Cave lion, also known as European cave lion or Eurasian cave lion, is the popular name for Panthera Leo spelaea (or P. spelaea), an extinct huge wild felid that existed between 370,000 and 10,000 years ago. The cave ion is distinguished by its massive size, rounded, projecting ears, tufted tail, and maybe faint, tiger-like stripes, as evidenced by fossils and several specimens of archaic art. While most people think of the cave lion as an extinct subspecies of the lion (Panthera leo), others think of it as a different species.
The cave lion thrived in Europe until about the start of the last European Ice Age and was shown in cave paintings and other art alongside Neanderthals (250,000 to 30,000 years ago) and Cro-Magnon man (40,000 to 10,000 years ago). The cave lion was known as one of the main members of the Plesitocene fauna in Eurasia. Various archaeological artifacts indicate that humans were involved in Paleolithic religious ceremonies. They were also being hunted by humans.

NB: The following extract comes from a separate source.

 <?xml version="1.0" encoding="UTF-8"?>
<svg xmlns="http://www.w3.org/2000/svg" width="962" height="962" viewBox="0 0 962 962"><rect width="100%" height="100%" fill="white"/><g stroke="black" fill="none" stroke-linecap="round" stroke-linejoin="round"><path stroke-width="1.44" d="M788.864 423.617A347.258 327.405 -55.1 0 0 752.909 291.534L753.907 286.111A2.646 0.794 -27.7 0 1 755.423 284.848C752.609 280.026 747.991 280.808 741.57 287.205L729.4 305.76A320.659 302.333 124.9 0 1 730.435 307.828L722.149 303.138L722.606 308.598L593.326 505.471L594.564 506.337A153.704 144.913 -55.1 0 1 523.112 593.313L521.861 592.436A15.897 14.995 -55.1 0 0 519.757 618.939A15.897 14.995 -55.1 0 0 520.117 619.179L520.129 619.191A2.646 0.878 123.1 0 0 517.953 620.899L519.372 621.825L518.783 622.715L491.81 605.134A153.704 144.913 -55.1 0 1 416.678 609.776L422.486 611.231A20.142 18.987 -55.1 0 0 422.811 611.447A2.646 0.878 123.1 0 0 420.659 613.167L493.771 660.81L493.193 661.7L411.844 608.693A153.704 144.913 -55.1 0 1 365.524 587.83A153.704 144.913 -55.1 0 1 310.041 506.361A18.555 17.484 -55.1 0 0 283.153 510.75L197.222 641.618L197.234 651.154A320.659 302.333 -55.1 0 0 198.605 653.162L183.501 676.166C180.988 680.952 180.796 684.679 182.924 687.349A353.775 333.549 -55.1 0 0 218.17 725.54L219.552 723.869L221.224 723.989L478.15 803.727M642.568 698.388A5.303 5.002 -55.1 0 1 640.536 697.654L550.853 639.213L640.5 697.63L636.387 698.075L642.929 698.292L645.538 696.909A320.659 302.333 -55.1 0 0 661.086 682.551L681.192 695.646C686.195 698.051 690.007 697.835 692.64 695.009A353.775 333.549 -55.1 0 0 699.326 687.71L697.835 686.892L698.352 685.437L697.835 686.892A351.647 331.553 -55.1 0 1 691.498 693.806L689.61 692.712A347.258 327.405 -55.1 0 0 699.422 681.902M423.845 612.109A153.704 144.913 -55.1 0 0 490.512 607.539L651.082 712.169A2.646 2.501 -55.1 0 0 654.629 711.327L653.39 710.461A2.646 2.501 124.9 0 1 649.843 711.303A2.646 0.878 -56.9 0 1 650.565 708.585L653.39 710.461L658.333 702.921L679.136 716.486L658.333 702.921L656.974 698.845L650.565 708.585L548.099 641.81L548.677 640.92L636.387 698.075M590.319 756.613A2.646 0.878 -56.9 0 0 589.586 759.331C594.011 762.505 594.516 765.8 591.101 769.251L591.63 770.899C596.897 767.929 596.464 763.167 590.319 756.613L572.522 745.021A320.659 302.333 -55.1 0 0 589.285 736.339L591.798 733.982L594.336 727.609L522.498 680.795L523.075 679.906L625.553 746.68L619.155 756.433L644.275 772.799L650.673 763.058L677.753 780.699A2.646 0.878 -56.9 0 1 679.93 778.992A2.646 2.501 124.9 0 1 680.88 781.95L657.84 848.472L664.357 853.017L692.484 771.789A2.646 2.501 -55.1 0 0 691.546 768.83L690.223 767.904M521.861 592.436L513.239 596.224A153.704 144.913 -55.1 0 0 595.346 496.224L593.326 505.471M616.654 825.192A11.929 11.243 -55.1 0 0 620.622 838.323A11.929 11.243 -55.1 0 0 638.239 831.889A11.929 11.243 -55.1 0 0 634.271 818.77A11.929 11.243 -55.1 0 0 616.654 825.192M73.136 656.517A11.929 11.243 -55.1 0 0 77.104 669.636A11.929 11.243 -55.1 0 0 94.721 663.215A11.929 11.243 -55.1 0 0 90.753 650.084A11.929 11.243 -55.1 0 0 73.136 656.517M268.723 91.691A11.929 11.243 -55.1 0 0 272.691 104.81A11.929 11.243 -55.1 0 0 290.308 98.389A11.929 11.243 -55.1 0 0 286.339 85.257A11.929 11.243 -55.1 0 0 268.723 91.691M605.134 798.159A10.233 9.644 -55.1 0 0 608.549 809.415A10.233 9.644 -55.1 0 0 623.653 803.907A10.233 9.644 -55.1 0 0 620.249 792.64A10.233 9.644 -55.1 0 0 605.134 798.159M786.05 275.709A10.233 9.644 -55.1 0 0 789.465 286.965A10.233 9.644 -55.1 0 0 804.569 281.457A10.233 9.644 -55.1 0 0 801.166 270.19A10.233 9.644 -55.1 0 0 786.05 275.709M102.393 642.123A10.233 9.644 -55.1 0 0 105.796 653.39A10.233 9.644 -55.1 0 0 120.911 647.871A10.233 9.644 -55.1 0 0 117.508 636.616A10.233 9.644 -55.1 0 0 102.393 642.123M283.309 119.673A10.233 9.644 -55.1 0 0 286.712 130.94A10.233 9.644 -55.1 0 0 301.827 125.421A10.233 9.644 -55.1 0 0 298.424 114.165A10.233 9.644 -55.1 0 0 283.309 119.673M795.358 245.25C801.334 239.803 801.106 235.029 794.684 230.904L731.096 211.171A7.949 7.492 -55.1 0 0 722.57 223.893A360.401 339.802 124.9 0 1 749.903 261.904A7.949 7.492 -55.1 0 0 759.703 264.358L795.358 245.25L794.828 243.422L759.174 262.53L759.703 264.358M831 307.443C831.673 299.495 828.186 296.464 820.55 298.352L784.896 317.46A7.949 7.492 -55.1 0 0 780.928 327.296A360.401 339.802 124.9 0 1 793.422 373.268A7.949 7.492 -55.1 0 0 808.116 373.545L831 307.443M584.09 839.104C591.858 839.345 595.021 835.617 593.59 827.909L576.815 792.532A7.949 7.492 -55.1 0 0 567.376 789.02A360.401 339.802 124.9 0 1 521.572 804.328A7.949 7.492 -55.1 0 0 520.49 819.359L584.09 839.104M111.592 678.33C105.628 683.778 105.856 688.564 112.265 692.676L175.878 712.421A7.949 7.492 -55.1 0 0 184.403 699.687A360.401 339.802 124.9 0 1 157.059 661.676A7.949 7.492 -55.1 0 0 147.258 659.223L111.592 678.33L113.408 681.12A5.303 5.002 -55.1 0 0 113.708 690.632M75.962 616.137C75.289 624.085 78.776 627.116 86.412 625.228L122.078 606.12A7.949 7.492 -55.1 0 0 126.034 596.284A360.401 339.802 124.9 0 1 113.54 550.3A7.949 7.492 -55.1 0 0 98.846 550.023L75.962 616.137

The cave lion is known as a member of Panthera genus. The lion, tiger, jaguar, and leopard were the four members of the Panthera family. The cave lion, Panthera Leo spelean, is classified as a subspecies of the lion. Some experts, like Sotnikova and Nikolskiy, Harington, and Vereshchagin, regard the cave lion to be a distinct species, Panthera spelean. Sotnikova and Nikolskiy (2006) based their conclusion that the cave lion is a distinct species on a study of skull features, noting a number of advanced features that suggest independent development from P. Leo. They argue that current molecular evidence adds to the evidence that the cave lion was very different from its extant cousins. Panthera Atrox, a fossil lion from western North America, is also classified as Panthera spelean.
Based on a study of skull morphologies, some authorities believe the cave lion is more closely related to the tiger, leading to the formal name Panthera Tigris spelean. Recent DNA study, on the other hand, reveals that the cave lion was a close cousin of the current lion and leopard. Sotnikova and Nikoskiy found no synapomorphies in the brain anatomy that imply a tight link between cave lions and Panthera tigers.
The cave lion evolved from the older Panthera Leo Fossilis, which originally emerged in Europe around 700,000 years ago but is poorly recorded in European records and is now unknown in Asia. During the Pleistocene period, the cave lion existed from 370,000 to 10,000 years ago. Although there are some indications that it may have existed into historic times in southeastern Europe, as recently as 2,000 years ago in the Balkans, it is thought to have gone extinct around 10,000 years ago during the Würm glaciation.
Cave lions were distributed throughout Europe and Asia throughout the Late Pleistocene, from the United Kingdom, Germany, and France all the way to the Bering Strait, and from Siberia to Turkistan. P. atrox, a closely similar species, was present in North America about the same period.
The demise of cave lions appears to be connected to the Quaternary extinction event, which wiped off the majority of megafauna prey in those areas. Early people hunted them, according to cave paintings and remnants discovered in the rubbish piles of old campsites, which may have led to their death.